***** SUPPLIED MATERIAL *****
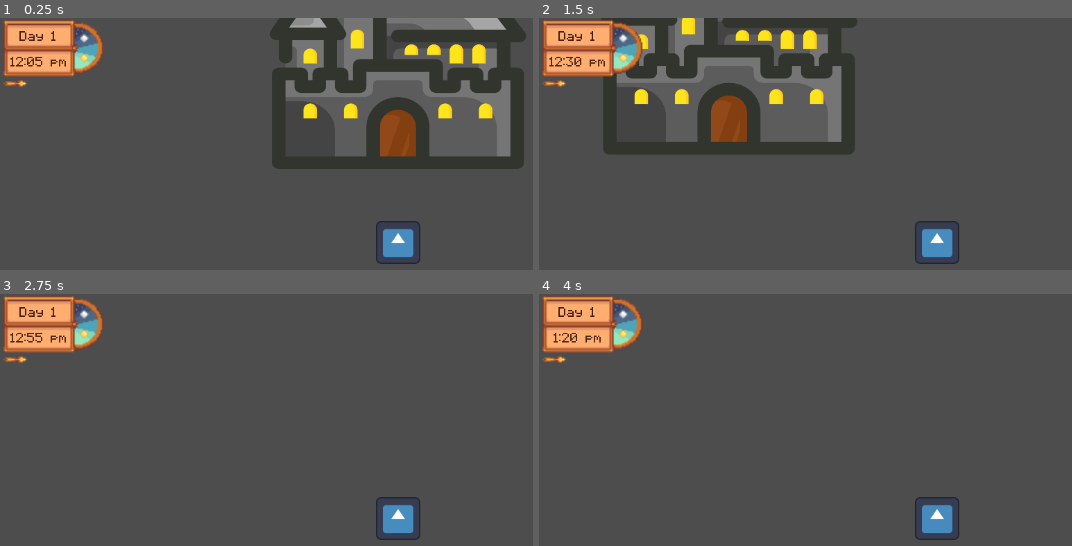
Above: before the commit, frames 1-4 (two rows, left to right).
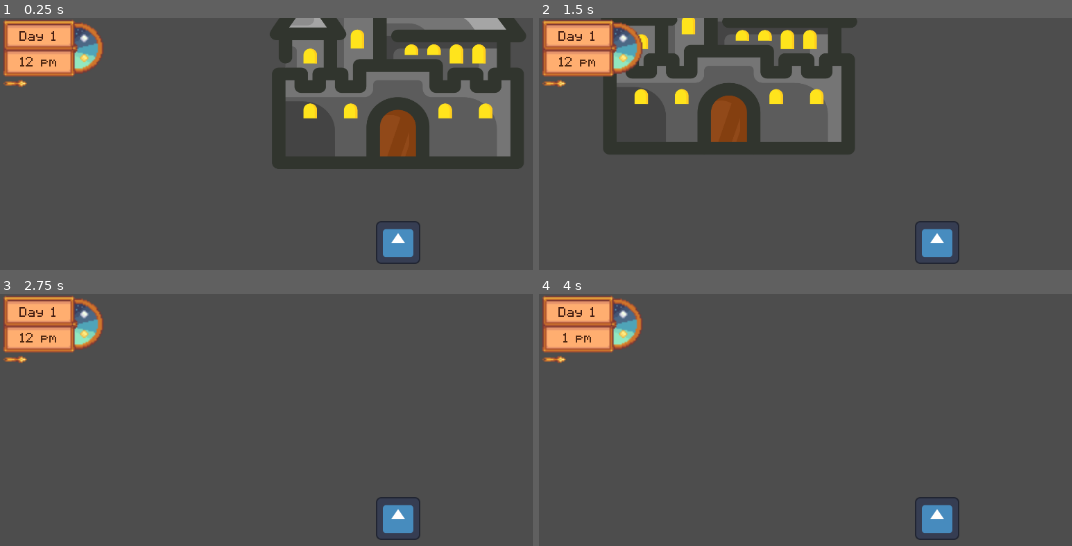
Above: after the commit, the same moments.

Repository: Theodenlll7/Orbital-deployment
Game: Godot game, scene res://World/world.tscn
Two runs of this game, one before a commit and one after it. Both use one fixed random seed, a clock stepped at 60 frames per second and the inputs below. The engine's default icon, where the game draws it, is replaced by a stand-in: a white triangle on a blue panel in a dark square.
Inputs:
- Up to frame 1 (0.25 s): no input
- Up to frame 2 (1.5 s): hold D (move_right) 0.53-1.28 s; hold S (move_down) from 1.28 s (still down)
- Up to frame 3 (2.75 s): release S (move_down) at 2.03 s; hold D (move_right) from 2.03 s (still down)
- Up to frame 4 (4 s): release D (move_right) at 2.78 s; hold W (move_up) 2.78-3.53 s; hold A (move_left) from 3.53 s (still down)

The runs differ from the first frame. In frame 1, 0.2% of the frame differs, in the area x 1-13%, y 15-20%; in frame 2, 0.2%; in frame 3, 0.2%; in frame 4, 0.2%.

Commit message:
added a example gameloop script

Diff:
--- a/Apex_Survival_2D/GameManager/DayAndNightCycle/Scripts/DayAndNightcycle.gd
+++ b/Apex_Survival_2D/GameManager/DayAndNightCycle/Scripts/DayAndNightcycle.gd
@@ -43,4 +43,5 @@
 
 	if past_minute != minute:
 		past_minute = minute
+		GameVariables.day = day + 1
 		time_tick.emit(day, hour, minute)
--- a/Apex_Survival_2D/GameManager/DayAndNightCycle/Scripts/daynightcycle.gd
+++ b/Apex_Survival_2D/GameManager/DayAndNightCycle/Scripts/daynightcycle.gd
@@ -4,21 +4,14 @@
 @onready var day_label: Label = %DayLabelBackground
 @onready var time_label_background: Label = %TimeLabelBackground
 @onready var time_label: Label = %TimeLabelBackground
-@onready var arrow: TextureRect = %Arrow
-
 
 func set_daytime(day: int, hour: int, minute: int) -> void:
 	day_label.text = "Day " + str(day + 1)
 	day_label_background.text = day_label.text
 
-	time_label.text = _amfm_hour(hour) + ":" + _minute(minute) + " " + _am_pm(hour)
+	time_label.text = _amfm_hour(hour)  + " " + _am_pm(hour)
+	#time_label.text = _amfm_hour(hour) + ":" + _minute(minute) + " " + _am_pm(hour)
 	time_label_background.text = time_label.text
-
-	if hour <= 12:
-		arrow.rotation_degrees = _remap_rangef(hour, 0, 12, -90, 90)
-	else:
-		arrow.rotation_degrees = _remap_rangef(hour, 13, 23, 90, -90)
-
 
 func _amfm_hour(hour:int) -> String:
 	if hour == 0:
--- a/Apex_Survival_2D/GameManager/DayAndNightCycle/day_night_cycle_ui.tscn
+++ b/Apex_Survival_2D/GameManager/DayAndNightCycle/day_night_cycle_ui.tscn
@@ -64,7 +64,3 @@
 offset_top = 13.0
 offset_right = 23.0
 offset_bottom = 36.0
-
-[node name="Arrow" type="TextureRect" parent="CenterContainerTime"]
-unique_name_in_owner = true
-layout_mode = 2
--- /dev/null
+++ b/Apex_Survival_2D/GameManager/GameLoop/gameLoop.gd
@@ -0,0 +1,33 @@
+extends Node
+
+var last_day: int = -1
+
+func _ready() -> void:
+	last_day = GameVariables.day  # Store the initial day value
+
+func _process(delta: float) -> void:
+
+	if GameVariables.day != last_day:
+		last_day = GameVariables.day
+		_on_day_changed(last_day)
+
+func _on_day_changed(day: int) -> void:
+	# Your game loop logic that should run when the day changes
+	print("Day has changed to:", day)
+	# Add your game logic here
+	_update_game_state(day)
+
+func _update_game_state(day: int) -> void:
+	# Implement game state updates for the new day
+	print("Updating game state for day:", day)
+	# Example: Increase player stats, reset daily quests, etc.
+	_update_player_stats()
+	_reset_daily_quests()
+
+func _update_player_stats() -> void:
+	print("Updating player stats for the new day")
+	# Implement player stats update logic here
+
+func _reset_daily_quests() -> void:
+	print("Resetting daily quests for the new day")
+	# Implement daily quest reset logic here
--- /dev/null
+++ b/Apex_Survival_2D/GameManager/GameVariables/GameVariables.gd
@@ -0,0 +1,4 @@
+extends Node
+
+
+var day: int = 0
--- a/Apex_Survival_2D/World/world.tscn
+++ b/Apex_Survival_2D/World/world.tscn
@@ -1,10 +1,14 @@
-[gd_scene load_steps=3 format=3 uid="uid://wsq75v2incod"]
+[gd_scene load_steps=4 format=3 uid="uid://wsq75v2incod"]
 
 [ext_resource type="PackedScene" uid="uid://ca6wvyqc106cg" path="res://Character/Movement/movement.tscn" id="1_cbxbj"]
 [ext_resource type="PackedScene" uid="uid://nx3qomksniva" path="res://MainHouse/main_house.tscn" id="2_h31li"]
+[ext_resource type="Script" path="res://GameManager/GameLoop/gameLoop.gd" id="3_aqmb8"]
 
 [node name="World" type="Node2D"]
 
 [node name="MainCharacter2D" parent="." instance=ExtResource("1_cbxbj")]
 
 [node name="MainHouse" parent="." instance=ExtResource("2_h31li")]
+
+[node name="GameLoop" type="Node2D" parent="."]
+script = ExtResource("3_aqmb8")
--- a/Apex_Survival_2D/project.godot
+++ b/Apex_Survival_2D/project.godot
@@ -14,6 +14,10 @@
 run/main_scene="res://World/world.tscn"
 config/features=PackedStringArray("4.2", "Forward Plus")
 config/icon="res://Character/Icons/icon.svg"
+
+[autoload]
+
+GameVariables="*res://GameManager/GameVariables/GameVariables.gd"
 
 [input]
*****
***** SUPPLIED MATERIAL *****
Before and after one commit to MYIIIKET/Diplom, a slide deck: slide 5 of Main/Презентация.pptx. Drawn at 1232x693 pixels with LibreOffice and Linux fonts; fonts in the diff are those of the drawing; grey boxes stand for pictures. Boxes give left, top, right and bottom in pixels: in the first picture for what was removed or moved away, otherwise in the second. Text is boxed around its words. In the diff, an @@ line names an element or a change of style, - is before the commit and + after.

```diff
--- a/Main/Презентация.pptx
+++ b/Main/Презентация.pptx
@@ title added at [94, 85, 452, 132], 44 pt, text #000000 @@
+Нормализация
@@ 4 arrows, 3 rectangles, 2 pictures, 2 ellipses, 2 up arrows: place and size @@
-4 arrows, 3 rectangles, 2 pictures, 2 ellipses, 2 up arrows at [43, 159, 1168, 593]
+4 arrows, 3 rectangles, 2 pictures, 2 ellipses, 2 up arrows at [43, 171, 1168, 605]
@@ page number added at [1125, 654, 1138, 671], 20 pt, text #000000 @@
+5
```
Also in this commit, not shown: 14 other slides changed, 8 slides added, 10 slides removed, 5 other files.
*****
## [WHAT TO WORK ON]
Extract from the records above the lines from the one containing "player stats for" to the one containing "--- a/Apex_Survival_2D/World/world.tscn", both lines included, exactly as they appear and with nothing else.

## [RESPONSE]
+	print("Updating player stats for the new day")
+	# Implement player stats update logic here
+
+func _reset_daily_quests() -> void:
+	print("Resetting daily quests for the new day")
+	# Implement daily quest reset logic here
--- /dev/null
+++ b/Apex_Survival_2D/GameManager/GameVariables/GameVariables.gd
@@ -0,0 +1,4 @@
+extends Node
+
+
+var day: int = 0
--- a/Apex_Survival_2D/World/world.tscn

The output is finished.